I wean calves at 6 months. Keep them apart for 8 weeks, then all back together. 

By then, cows have dried up, and will tend to kick the calf off if it were to try to return to the udder.


----------



## Dexter_Cattle (Aug 6, 2007)

We have Dexter Cattle, and wean at 3 to 4 months old, it allows them to be healthy and be on mom, and learn things, but I tell you it is sooooo much easier to work on halter training, and leading and everything else if they are still in that age bracket. When you wait until 6 months I have found they are much harder to tame.

Hope that helps!
Thanks
Dan
www.GrandmasDexters.com
www.DexterCattle4Sale.net


----------



## golemkennels (Jan 30, 2003)

Would a non-dairy ( Pineywoods ) cow dry up ok without supervision or milking if we tried to wean him at 4 mo?


----------



## Sunraven (Jan 20, 2007)

You stated you're wanting this calf to train as an ox, right? You want be successful at this if you leave momma to raise it. If you want an ox start with a very young calf, from a few days to a few weeks and bottle feed it- this is when you start you're training, teach them they get petted and rewarded for being around you. You can introduce them to the goad and yokes at this time also, teaching them to move away from you on command, halter them and teach them to lead and tie. You won't have much luck trying to take a big four month old calf off it's momma and trying to tame it down. Visit www.ruralheritage.com You can find lots of info and links on that website about raising and training oxen.


----------



## golemkennels (Jan 30, 2003)

I love Rural Heritage's site, watch it all the time - thank you for the reference though, since it is the site for draft animal knowledge. This will be my first calf, but I'm very paranoid that I don't have the knowledge to bottle raise it, and finding one of the breed I want that would be available to raise early is very difficult - most place an emphasis on natural foraging abilities and calving, and don't seem to have calving difficulties that would result in a bottle calf, and the cows aren't dairy, so I'm not sure that the cow owners would apreciate having to milk out a cow to make sure she dries out ok if we took the calf that early. I don't mind bottle feeding once a day, or every other day, but I don't think I can do 3 times a day.


----------



## Sunraven (Jan 20, 2007)

Calves are no big deal, they're tougher than people think. Bottle raising is easy and doesn't require much time. Also, you don't bottle feed three times a day, you do it twice a day- every twelve hours. And the calf gets grain and water free choice also. They'll begin to eat and drink at a few days old to a week old. Also, you don't have to milk out a cow to dry her off, if you milk her she'll just keep producing milk, if you don't milk her she'll dry off. What breed are you looking for?

-Nicole


----------



## SHELBY (Mar 9, 2003)

Sunraven said:


> Calves are no big deal, they're tougher than people think. Bottle raising is easy and doesn't require much time. Also, you don't bottle feed three times a day, you do it twice a day- every twelve hours. And the calf gets grain and water free choice also. They'll begin to eat and drink at a few days old to a week old. Also, you don't have to milk out a cow to dry her off, if you milk her she'll just keep producing milk, if you don't milk her she'll dry off. What breed are you looking for?
> 
> -Nicole



Bottle raising calves is not easy for the novice. If you don't know what you are doing, then you can and will lose the calf.

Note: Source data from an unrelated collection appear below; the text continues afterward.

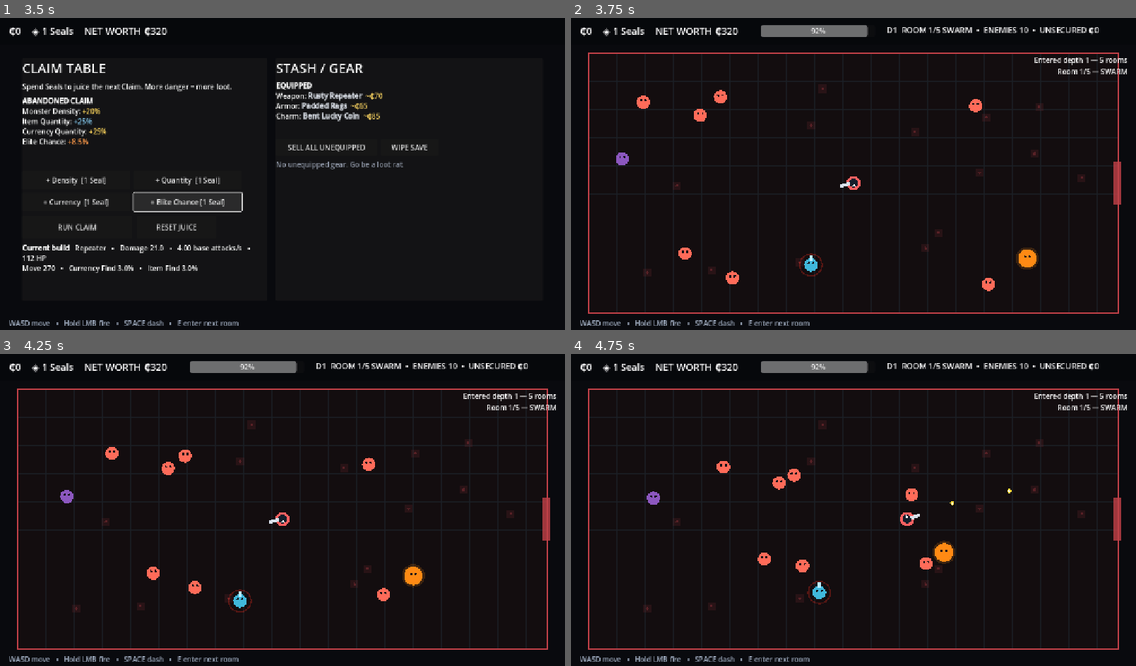
Above: before the commit, frames 1-4 (two rows, left to right).
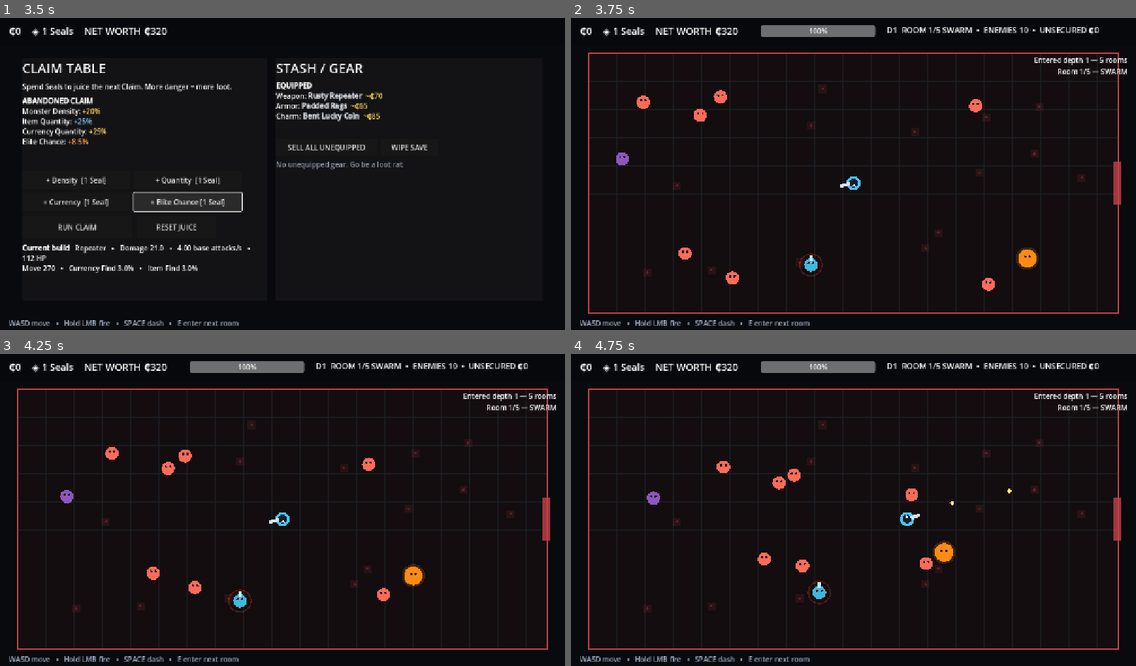
Above: after the commit, the same moments.

Repository: wiings3/LootRat
Game: Godot game, scene res://Main.tscn
The game is run twice, just before and just after one commit, with the same random seed, the same clock (stepped at 60 frames per second) and the same inputs.
Inputs (mouse positions are in pixels of both pictures, inside the frame that each line leads up to):
- Up to frame 1 (3.5 s): click "+ Density [1 Seal]" at 0.5 s; click "+ Quantity [1 Seal]" at 1.25 s; click "+ Currency [1 Seal]" at 2 s; click "+ Elite Chance [1 Seal]" at 2.75 s
- Up to frame 2 (3.75 s): click "RUN CLAIM" at 3.5 s
- Up to frame 3 (4.25 s): no input
- Up to frame 4 (4.75 s): move the mouse to (977, 497) at 4.27 s; press the mouse at (977, 497) at 4.28 s; hold D (move_right) from 4.28 s (still down)

Frame 1 is identical in both runs. In frame 2, 0.1% of the frame differs, in the area x 42-54%, y 2-56%; in frame 3, 0.1%; in frame 4, 0.1%, in the area x 42-61%, y 2-56%.

Commit message:
Make ranged enemies fire dodgeable projectiles

Diff:
--- a/scripts/enemy.gd
+++ b/scripts/enemy.gd
@@ -1,9 +1,12 @@
 class_name LootEnemy
 extends CharacterBody2D
 
+const EnemyProjectileScript = preload("res://scripts/enemy_projectile.gd")
+
 signal killed(enemy: LootEnemy)
 
 var target: LootPlayer = null
+var projectile_parent: Node = null
 var max_hp: float = 35.0
 var hp: float = 35.0
 var move_speed: float = 105.0
@@ -107,8 +110,8 @@
 			desired_velocity = -to_target.normalized() * move_speed * 0.82
 		elif _attack_timer <= 0.0:
 			_attack_timer = attack_cooldown
-			_attack_flash_timer = 0.16
-			target.take_damage(contact_damage)
+			_attack_flash_timer = 0.18
+			call_deferred("_fire_ranged_projectile", to_target.normalized())
 	else:
 		if distance_to_target > attack_range:
 			desired_velocity = to_target.normalized() * move_speed
@@ -119,6 +122,18 @@
 
 	velocity = desired_velocity + _knockback_velocity
 	move_and_slide()
+
+func _fire_ranged_projectile(direction: Vector2) -> void:
+	if projectile_parent == null or not is_instance_valid(target):
+		return
+	var projectile := EnemyProjectileScript.new()
+	projectile.direction = direction.normalized()
+	projectile.damage = contact_damage
+	projectile.speed = 410.0 if is_elite else 340.0
+	projectile.radius = 8.0 if is_elite else 6.0
+	projectile.is_elite = is_elite
+	projectile_parent.add_child(projectile)
+	projectile.global_position = global_position + projectile.direction * (34.0 if is_elite else 27.0)
 
 func take_damage(amount: float, hit_direction: Vector2 = Vector2.ZERO, force: float = 0.0) -> void:
 	if hp <= 0.0:

It is also not just giving it a bottle 2x a day.


I'm sorry but your statement didn't set right with me.


----------



## Sunraven (Jan 20, 2007)

I've raised hundreds of calves, it's one of the things I like least about working on a dairy, but I still do say it's very simple. Maybe you didn't read my statement correctly. There is more to it that giving a bottle twice a day, but I _never_ stated that was all there was, I _did_ state that you feed a bottle twice a day as opposed to three times a day as the original poster thought. So what is wrong with my statement?


----------



## SHELBY (Mar 9, 2003)

Maybe your right, about reading your statement wrong, 
We raise calves also, and currently have one that was fine doing great the last few days and last night, go out their this am to feed them and he is scouring and is dehydrating. 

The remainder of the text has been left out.